Besides traditional Linguistics, we also learned to view Linguistics in a more formal or mathematical sense using Linguistic Models: ways of representing or mirror language. I say mirror because in the way I understand it, while these models are not the same as how humans process language, they do offer insight on the structure of languages itself. The two examples we were shown were Finite State Automata (FSA) and Context Free Grammar.

Finite State Automata

For FSA’s, they are made up of nodes and edges with the nodes representing a state and the edges representing the operations applied to those states. In this case, the operation applied is appending a morpheme. In a sense, it works similarly to the Computer Science method of representing dictionaries with a tree. Below is an example FSA for the word deindustrialization. By following the graph, you should be able to create nearly all variations of the word based on its morphemes:

FSAs can also use loops to handle reduplication. Here is an example using negation:

The FSA itself is a rather weak Linguistics Model since it has many limitations such as only forming words in a linear left to right manner but was a great introduction to approaching Linguistics mathematically.

(Note: One limitation is that FSA’s cannot handle circumfixes. This will be left as an exercise to the reader😊)

Context Free Grammar

In contrast, CFG’s are much more powerful. Here the process CFG’s go through:

  1. Begin with a string (Symbol ‘S’)
  2. Pick a symbol to replace
  3. Replace according to rules
  4. Repeat steps 2 and 3 until no more updates can be made
  5. End

CFGs take advantage of the phrasal nature of languages which allow you to replace words with words of the same nature. An example you may be familiar with are Mad Libs. However, CFGs Go a step further by applying these to phrases. Then by applying these rules recursively, you can generate full on sentences.  

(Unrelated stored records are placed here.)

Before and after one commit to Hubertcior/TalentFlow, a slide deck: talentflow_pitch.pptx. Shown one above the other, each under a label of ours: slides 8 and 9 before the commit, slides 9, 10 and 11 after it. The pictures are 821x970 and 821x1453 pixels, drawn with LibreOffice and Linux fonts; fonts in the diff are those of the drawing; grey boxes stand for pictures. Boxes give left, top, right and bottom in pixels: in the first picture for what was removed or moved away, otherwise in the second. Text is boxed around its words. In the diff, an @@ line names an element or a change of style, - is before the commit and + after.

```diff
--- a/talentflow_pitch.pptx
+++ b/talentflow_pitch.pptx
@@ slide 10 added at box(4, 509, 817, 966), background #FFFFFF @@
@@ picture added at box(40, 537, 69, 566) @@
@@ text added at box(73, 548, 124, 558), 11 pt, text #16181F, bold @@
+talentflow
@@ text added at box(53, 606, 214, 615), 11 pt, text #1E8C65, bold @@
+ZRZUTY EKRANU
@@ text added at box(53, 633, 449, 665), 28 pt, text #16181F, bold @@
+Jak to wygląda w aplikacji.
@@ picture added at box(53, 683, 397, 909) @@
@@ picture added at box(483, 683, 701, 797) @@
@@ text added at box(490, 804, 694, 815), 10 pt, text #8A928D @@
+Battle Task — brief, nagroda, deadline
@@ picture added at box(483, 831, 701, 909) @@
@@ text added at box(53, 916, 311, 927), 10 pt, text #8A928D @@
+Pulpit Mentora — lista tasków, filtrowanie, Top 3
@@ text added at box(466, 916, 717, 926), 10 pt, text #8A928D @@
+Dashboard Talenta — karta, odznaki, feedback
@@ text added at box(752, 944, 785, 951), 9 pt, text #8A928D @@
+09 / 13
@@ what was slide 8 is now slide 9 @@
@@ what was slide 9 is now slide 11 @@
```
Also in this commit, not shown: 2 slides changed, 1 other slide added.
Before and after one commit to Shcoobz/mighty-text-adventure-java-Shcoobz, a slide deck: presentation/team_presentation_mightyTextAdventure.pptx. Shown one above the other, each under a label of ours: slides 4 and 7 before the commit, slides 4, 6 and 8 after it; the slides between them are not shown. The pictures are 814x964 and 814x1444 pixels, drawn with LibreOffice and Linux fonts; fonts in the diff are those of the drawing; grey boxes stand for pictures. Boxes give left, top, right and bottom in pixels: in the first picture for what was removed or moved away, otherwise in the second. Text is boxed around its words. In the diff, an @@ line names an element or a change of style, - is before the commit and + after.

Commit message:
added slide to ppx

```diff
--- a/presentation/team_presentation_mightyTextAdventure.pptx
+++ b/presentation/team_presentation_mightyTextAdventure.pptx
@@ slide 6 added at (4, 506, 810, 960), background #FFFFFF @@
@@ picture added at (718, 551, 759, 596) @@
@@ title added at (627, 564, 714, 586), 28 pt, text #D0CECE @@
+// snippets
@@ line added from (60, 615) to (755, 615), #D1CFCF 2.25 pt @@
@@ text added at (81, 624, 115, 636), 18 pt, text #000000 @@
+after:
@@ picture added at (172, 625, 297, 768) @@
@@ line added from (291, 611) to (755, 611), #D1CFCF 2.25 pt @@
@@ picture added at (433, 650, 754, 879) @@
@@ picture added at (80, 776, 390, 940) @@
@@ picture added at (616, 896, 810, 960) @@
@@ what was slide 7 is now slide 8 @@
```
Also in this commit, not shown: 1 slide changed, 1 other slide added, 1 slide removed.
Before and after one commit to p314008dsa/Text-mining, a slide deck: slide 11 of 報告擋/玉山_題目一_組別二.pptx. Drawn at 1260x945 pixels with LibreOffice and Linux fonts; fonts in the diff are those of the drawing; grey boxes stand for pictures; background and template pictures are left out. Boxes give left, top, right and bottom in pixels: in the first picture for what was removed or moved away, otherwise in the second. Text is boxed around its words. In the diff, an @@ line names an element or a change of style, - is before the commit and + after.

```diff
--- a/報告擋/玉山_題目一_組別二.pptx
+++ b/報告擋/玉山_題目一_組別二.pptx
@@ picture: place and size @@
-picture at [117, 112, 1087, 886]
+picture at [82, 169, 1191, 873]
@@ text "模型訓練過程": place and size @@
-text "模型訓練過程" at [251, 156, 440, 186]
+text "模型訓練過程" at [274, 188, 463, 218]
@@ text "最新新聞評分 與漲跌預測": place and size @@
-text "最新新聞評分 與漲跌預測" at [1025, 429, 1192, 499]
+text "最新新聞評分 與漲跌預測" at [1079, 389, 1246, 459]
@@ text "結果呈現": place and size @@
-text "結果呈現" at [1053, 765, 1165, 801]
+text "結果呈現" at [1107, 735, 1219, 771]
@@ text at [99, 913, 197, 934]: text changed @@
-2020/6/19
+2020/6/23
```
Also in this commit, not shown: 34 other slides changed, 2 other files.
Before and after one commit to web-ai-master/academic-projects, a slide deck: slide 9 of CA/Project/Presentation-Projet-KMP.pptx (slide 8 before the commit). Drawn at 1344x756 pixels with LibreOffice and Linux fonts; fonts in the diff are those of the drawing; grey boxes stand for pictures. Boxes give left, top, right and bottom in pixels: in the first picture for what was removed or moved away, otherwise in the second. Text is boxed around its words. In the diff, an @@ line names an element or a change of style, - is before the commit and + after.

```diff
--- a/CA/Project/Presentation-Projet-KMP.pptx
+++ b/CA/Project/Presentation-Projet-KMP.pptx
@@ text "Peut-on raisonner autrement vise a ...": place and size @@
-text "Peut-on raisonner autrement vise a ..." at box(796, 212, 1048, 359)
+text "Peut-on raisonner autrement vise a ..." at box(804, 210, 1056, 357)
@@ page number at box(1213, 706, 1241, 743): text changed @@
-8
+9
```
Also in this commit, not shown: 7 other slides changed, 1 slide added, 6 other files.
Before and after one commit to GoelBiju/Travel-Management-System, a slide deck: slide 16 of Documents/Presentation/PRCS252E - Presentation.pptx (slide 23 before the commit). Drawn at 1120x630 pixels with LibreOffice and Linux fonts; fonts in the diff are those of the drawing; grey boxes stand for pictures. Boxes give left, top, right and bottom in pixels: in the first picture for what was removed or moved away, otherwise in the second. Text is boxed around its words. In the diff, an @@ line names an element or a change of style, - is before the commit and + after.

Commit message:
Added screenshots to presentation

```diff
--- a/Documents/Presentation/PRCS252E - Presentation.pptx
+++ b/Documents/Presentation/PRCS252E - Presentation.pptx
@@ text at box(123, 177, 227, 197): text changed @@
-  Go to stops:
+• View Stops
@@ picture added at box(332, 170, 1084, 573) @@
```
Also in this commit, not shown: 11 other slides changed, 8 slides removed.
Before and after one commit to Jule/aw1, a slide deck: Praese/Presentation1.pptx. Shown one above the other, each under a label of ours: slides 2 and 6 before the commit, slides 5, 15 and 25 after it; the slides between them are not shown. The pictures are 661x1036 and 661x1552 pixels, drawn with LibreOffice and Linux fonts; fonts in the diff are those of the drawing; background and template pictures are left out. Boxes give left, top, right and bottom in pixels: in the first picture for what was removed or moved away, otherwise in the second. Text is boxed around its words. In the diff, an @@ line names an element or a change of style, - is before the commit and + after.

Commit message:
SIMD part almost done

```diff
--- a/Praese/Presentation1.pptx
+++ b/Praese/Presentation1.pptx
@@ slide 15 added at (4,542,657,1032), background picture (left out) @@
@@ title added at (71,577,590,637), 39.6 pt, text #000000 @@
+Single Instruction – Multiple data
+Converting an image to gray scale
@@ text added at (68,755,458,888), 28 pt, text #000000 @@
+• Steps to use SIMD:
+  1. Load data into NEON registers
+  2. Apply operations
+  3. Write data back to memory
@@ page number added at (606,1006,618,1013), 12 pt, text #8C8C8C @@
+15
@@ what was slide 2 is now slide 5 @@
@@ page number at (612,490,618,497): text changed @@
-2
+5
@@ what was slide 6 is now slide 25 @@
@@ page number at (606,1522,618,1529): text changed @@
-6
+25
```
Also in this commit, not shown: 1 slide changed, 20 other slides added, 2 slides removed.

Here is a set of simple CFG rules:

  S -> NP VPNP -> (D) N (PP)NP -> PronVP -> V (NP) (PP)VP -> V CPPP -> P NPCP -> C SX -> X Conj X   (for X in {NP, VP, PP, CP, S})  D -> Determiner N -> Noun Pron -> Pronoun V -> Verb P -> Prepositions C -> Subordinating Conjunction Conj -> Coordinating Conjunction

Example CFG process for the sentence: “The King of Britain likes tea”

However, CFGs can also demonstrate alternative interpretations of sentences. For example, here are two ways the CFG can generate the sentence “We caught fireflies in our pajamas”

All in all CFG’s are very fascinating. However, there are also limitations. While CFG’s can likely model most languages using this format, the limitation is complexity. The set of CFG rules over cover for the most basic grammatical rules in English. However, if you were to apply other grammatical rules like verb-subject tense agreement, you would need to encode more information, manifesting in the form or exponentially growing number of states and rules. This makes CFG’s very impractical for modeling complex systems.

Conclusion

All in all, this Summer Program has been incredibly interesting, and I have learned so much stuff that I could not write about in this simple blog. This has been a great help for my personal development, and it has only been the first week! I can’t wait to see what we do next week as we begin working on personal projects and learning even more things!